The foundation stone for the new building was laid by the bailie, John Niven, in 1860. It was designed by James Ingram of Kilmarnock in the Italianate style, built by Walter McLachlan in ashlar stone at a cost of £4,000 and officially opened in May 1862. The design involved a symmetrical main frontage with seven bays facing onto the High Street; the central bay featured portico with two pairs Doric order columns supporting an entablature; on the first floor there was a balcony and a doorway with a fanlight flanked by two more pairs of Doric order columns supporting a cornice and a balustrade. At roof level there was a four-stage clock tower which was 120 feet high. The fourth stage, which consisted of an octagonal roof lantern, supported a weather vane in the form of a sloop which had been recovered from the old tolbooth. Internally, the principal rooms were the council chamber, the courtroom and the library. The foyer featured a tiled floor inlaid with the town's motto Tandem Bona Causa Triumphat (English: Good reason will eventually triumph).

A war memorial in the form of a mercat cross on an octagonal base was installed in front of the town hall in 1920.

Queen Elizabeth II, accompanied by the Duke of Edinburgh, visited the townhouse during a tour of North Ayrshire in July 1956. The building continued to serve as the headquarters of Irvine Burgh Council for much of the 20th century but ceased to be the local seat of government when the enlarged and newly formed Cunninghame District Council moved into Cunninghame House in 1976.

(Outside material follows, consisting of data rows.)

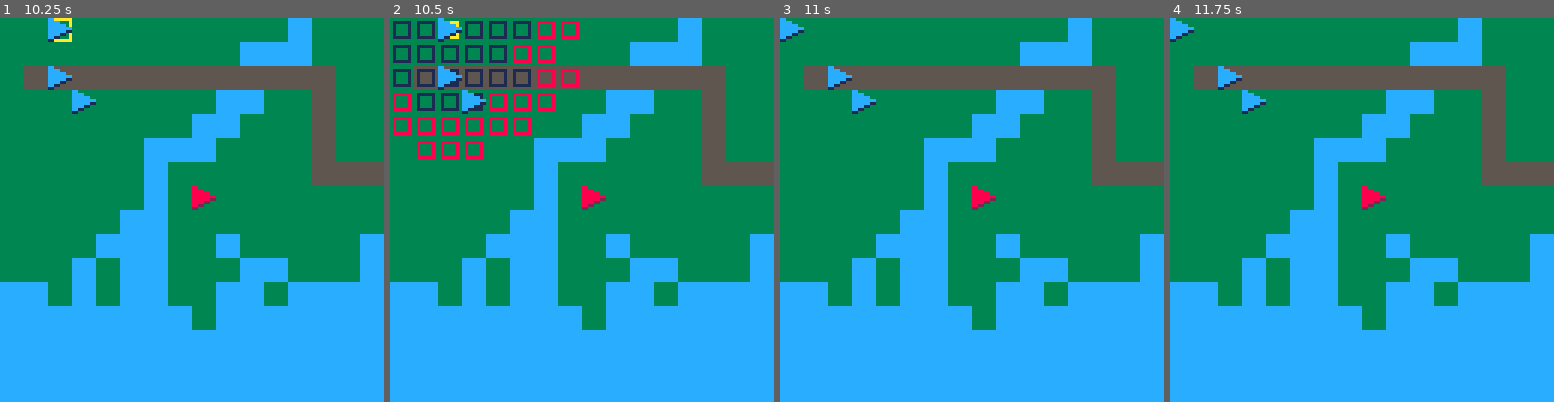
Above: before the commit, frames 1-4 (left to right).
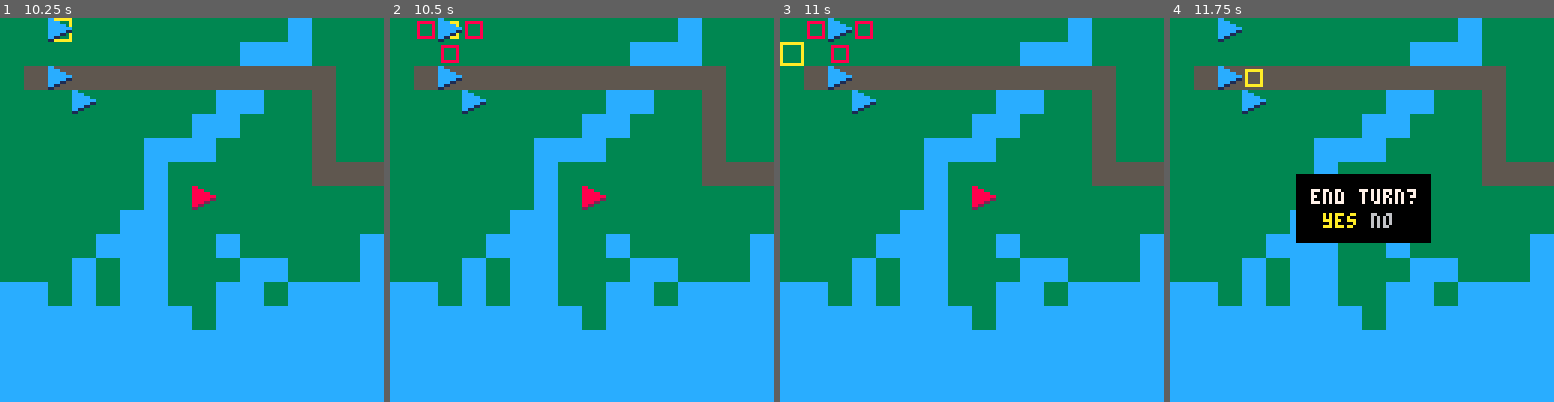
Above: after the commit, the same moments.

Repository: chrisallenlane/balance-of-power
Game: PICO-8 cartridge balance-of-power.p8
Same seed, same stepped clock (60 frames per second), same inputs: the game is played once before the commit and once after it.
Inputs:
- Up to frame 1 (10.25 s): tap O (Z key) at 0.33, 0.7, 1.43, 2.22, 3.1, 3.98, 4.87, 5.75, 6.63, 7.52, 8.4, 9.28, 10.17 s; tap X (X key) at 1.07, 2.07, 2.4, 2.73, 3.07, 3.4, 3.73, 4.07, 4.4, 4.73, 5.07, 5.4, 5.73, 6.07, 6.4, 6.73, 7.07, 7.4, 7.73, 8.07, 8.4, 8.73, 9.07, 9.4, 9.73, 10.07 s; hold Left 1.97-2.37 s; hold Down 2.42-2.82 s; hold Right 2.87-3.53 s; hold Up 3.58-4.08 s; hold Right 4.13-4.53 s; hold Down 4.58-5.08 s; hold Left 5.13-5.8 s; hold Up 5.85-6.18 s; hold Left 6.23-6.63 s; hold Down 6.68-7.08 s; hold Right 7.13-7.8 s; hold Up 7.85-8.35 s; hold Right 8.4-8.8 s; hold Down 8.85-9.35 s; hold Left 9.4-10.07 s; hold Up from 10.12 s (still down)
- Up to frame 2 (10.5 s): tap X (X key) at 10.4 s; release Up at 10.45 s
- Up to frame 3 (11 s): hold Left 10.5-10.9 s; tap X (X key) at 10.73 s; hold Down from 10.95 s (still down)
- Up to frame 4 (11.75 s): tap O (Z key) at 11.05 s; tap X (X key) at 11.07, 11.4, 11.73 s; release Down at 11.35 s; hold Right from 11.4 s (still down)

Frame 1 is identical in both runs. In frame 2, 4.5% of the frame differs, in the area x 0-50%, y 0-37%; in frame 3, 1.0%; in frame 4, 6.9%, in the area x 0-68%, y 0-59%.

Commit message:
feat(Radius): separate attack/move
Update the logic in `Radius` to (eventually) support being able to move
and attack within the same turn. (This is not fully implemented yet.)

Diff:
--- a/src/radius.lua
+++ b/src/radius.lua
@@ -6,8 +6,12 @@
     self:clear()
     -- NB: we're computing the movement and attack radii separately. That's
     -- not computationally optimial, but much simpler to understand.
-    self:move(unit.cell.x, unit.cell.y, unit.stat.mov, map, turn)
-    self:atk(unit.cell.x, unit.cell.y, unit.stat.rng, map)
+    if not unit:moved() then
+        self:move(unit.cell.x, unit.cell.y, unit.stat.mov, map, turn)
+    end
+    if not unit:attacked() then
+        self:atk(unit.cell.x, unit.cell.y, unit.stat.rng, map)
+    end
     self.cache = nil
 end

The townhouse was subsequently remodelled and integrated into a new community, cultural and leisure centre known as "The Portal", which was designed by LA Architects, built at a cost of £20 million and officially opened in February 2017. The works included the full restoration of the townhouse to enable it to be used by the public as a centre for the study of family history and genealogy. It also involved the conversion of the courtroom into a reception room suitable for hosting weddings and civil partnership ceremonies. The frieze in the former courtroom, bearing the inscription Lyra Triplex cui Diedama Triplex (English: Triple praise for the one with a triple crown), was also restored. The triple crown recalls an inscription in the old tollbooth which commemorated the Union of the Crowns of 1603.